INSTRUCTIONS TO FOLLOW ::
Whenever a line contains the string "section", copy it out of the entries.

......

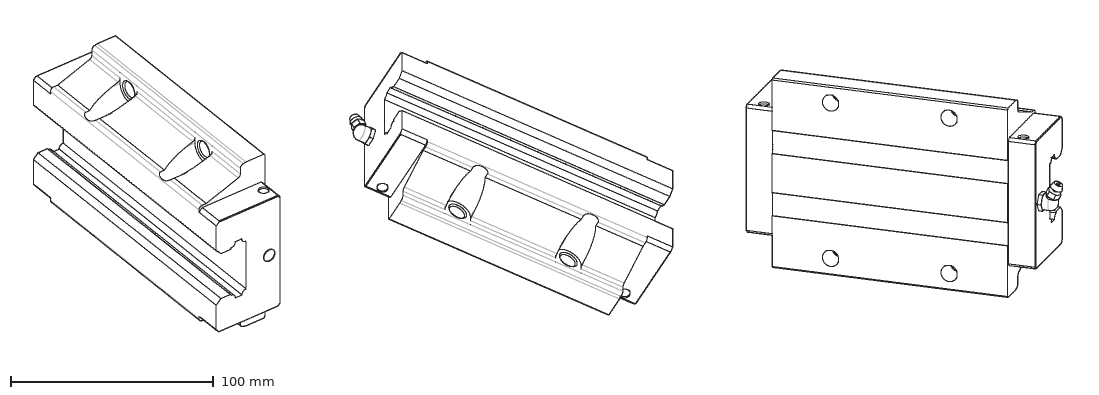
import cadquery as cq
import math


total_length = 151.7
block_length = 123.2
total_height = 40.5
flange_half_width = 50.0

flange_thickness = 15.2
flange_side_height = 11.8
flange_draft_depth = 13.3
flange_draft_inset = 0.4
flange_corner_radius = 2.0
mount_edge_chamfer = 0.8
flange_root_z = 42.8
flank_angle = math.radians(20)
root_radius = 2.0
skirt_half_width = 35.2
skirt_corner_radius = 2.0
relief_inner_z = 10.3
relief_outer_z = 22.5
relief_depth = 0.4

plate_half_width = 33.8
plate_setback = 1.0
plate_top_chamfer = 1.5
plate_bottom_chamfer = 2.0
plate_end_chamfer = 0.4
port_diameter = 5.4
port_depth = 1.0
port_end_distance = 8.0
port_y = -5.5

channel_floor_depth = 22.2
lip_half_gap = 13.7
lip_chamfer = 2.9
shoulder_half_gap = 14.5
shoulder_radius = 2.5
shoulder_step = 0.5
groove_half_gap = 17.1
groove_width = 4.1

hole_pitch_x = 62.0
hole_pitch_z = 82.0
hole_diameter = 8.5
hole_mouth_diameter = 10.0
spotface_diameter = 14.2

port_axis_y = -8.2
hex_across_flats = 8.5
hex_length = 2.0
elbow_diameter = 8.1
elbow_length = 5.3
nipple_tilt = 25.0
nipple_axis_offset = 4.6
nipple_stem_radius = 3.0
nipple_neck_radius = 1.0
nipple_head_radius = 3.2
nipple_tip_radius = 2.3
nipple_bore_radius = 0.9
nipple_bore_depth = 1.0
nipple_hex_corners = 7.4
nipple_hex_base = 3.8
nipple_hex_top = 6.8
nipple_shoulder_top = 7.1
nipple_head_base = 8.7
nipple_tip = 11.4
plug_diameter = 6.8
plug_height = 0.4


def mirrored(half):
    return half.union(half.mirror("XY"))


def section(length):
    """Workplane whose local axes are (Y, Z), set up to extrude `length` along X."""
    return cq.Workplane("YZ", origin=(-length / 2, 0, 0))


def block():
    root_tangent = root_radius * math.tan((math.pi / 2 - flank_angle) / 2)
    root_start = (-flange_thickness, flange_root_z + root_tangent)
    root_end = (
        -flange_thickness - root_tangent * math.cos(flank_angle),
        flange_root_z - root_tangent * math.sin(flank_angle),
    )
    flank_end_y = -flange_thickness - (flange_root_z - skirt_half_width) / math.tan(flank_angle)
    half = (
        section(block_length)
        .moveTo(0, 0)
        .lineTo(0, relief_inner_z)
        .lineTo(-relief_depth, relief_inner_z)
        .lineTo(-relief_depth, relief_outer_z)
        .lineTo(0, relief_outer_z)
        .lineTo(0, flange_half_width - mount_edge_chamfer)
        .lineTo(-mount_edge_chamfer, flange_half_width)
        .lineTo(-flange_side_height, flange_half_width)
        .lineTo(-flange_draft_depth, flange_half_width - flange_draft_inset)
        .radiusArc(
            (-flange_thickness, flange_half_width - flange_draft_inset - flange_corner_radius),
            -flange_corner_radius,
        )
        .lineTo(*root_start)
        .radiusArc(root_end, root_radius)
        .lineTo(flank_end_y, skirt_half_width)
        .lineTo(-total_height + skirt_corner_radius, skirt_half_width)
        .radiusArc((-total_height, skirt_half_width - skirt_corner_radius), -skirt_corner_radius)
        .lineTo(-total_height, 0)
        .close()
        .extrude(block_length)
    )
    return mirrored(half)


def end_plates():
    """One long core whose two ends stick out of the block as the end plates."""
    core = (
        section(total_length)
        .moveTo(-plate_setback, 0)
        .lineTo(-plate_setback, plate_half_width - plate_top_chamfer)
        .lineTo(-plate_setback - plate_top_chamfer, plate_half_width)
        .lineTo(-total_height, plate_half_width)
        .lineTo(-total_height, 0)
        .close()
        .extrude(total_length)
    )
    core = mirrored(core).clean()
    for end_face in ("<X", ">X"):
        core = core.faces(end_face).edges("not <Y").chamfer(plate_end_chamfer)
    return core.faces("<Y").edges("|X").chamfer(plate_bottom_chamfer)


def rail_channel():
    groove_inner_y = -channel_floor_depth - shoulder_radius
    groove_outer_y = groove_inner_y - groove_width
    shoulder_top_z = shoulder_half_gap + shoulder_radius
    shoulder_end_y = groove_outer_y - shoulder_radius
    half = (
        section(total_length)
        .moveTo(-channel_floor_depth, 0)
        .lineTo(-channel_floor_depth, shoulder_half_gap)
        .radiusArc((groove_inner_y, shoulder_top_z), shoulder_radius)
        .lineTo(groove_inner_y, groove_half_gap)
        .lineTo(groove_outer_y, groove_half_gap)
        .lineTo(groove_outer_y, shoulder_top_z)
        .radiusArc((shoulder_end_y, shoulder_half_gap), shoulder_radius)
        .lineTo(shoulder_end_y - shoulder_step, lip_half_gap)
        .lineTo(-total_height + lip_chamfer, lip_half_gap)
        .lineTo(-total_height, lip_half_gap + lip_chamfer)
        .lineTo(-total_height, 0)
        .close()
        .extrude(total_length)
    )
    return mirrored(half)


def cylinder_along_y(x, z, y_start, y_end, diameter):
    return (
        cq.Workplane("XZ", origin=(x, y_start, z))
        .circle(diameter / 2)
        .extrude(y_start - y_end)
    )


def mounting_hole(x, z):
    """Through hole, chamfered where it opens into a U-shaped spotface under the flange."""
    mouth_depth = (hole_mouth_diameter - hole_diameter) / 2
    hole = cylinder_along_y(x, z, 0, -flange_thickness, hole_diameter)
    spotface = cylinder_along_y(x, z, -flange_thickness, -total_height, spotface_diameter)
    outward_length = math.copysign(flange_half_width, z) - z
    spotface_slot = (
        cq.Workplane("XZ", origin=(x, -flange_thickness, z + outward_length / 2))
        .rect(spotface_diameter, abs(outward_length))
        .extrude(total_height - flange_thickness)
    )
    mouth = (
        cq.Workplane("XZ", origin=(x, -flange_thickness + mouth_depth, z))
        .circle(hole_diameter / 2)
        .workplane(offset=mouth_depth)
        .circle(hole_mouth_diameter / 2)
        .loft()
    )
    return hole.union(spotface).union(spotface_slot).union(mouth)


def side_port(x, side):
    return (
        cq.Workplane("XY", origin=(x, port_y, side * (plate_half_width - port_depth)))
        .circle(port_diameter / 2)
        .extrude(side * port_depth)
    )


def nipple():
    """Grease nipple standing upright on the origin, turned about Z."""
    turned = (
        cq.Workplane("XZ")
        .moveTo(0, 0)
        .lineTo(nipple_stem_radius, 0)
        .lineTo(nipple_stem_radius, nipple_hex_top)
        .lineTo(nipple_neck_radius, nipple_shoulder_top)
        .lineTo(nipple_neck_radius, nipple_head_base)
        .lineTo(nipple_head_radius, nipple_head_base)
        .lineTo(nipple_tip_radius, nipple_tip)
        .lineTo(nipple_bore_radius, nipple_tip)
        .lineTo(nipple_bore_radius, nipple_tip - nipple_bore_depth)
        .lineTo(0, nipple_tip - nipple_bore_depth)
        .close()
        .revolve(360, (0, 0, 0), (0, 1, 0))
    )
    hexagon = (
        cq.Workplane("XY", origin=(0, 0, nipple_hex_base))
        .polygon(6, nipple_hex_corners)
        .extrude(nipple_hex_top - nipple_hex_base)
    )
    return turned.union(hexagon)


def grease_fitting():
    end_x = -total_length / 2
    hex_corners = hex_across_flats / math.cos(math.pi / 6)
    base = (
        cq.Workplane("YZ", origin=(end_x - hex_length, port_axis_y, 0))
        .polygon(6, hex_corners)
        .extrude(hex_length)
    )
    elbow = (
        cq.Workplane("YZ", origin=(end_x - elbow_length, port_axis_y, 0))
        .circle(elbow_diameter / 2)
        .extrude(elbow_length)
    )
    rounded_end = cq.Workplane("XY", origin=(end_x - elbow_length, port_axis_y, 0)).sphere(elbow_diameter / 2)
    tilted_nipple = (
        nipple()
        .rotate((0, 0, 0), (0, 1, 0), -nipple_tilt)
        .translate((end_x - nipple_axis_offset, port_axis_y, 0))
    )
    return base.union(elbow).union(rounded_end).union(tilted_nipple)


def end_plug():
    return (
        cq.Workplane("YZ", origin=(total_length / 2, port_axis_y, 0))
        .circle(plug_diameter / 2)
        .extrude(plug_height)
    )


result = block().union(end_plates()).cut(rail_channel())
for x_side in (-1, 1):
    for z_side in (-1, 1):
        result = result.cut(mounting_hole(x_side * hole_pitch_x / 2, z_side * hole_pitch_z / 2))
        result = result.cut(side_port(x_side * (total_length / 2 - port_end_distance), z_side))
result = result.union(grease_fitting()).union(end_plug())

......

ANSWER BOX ::
def section(length):
        section(block_length)
        section(total_length)
        section(total_length)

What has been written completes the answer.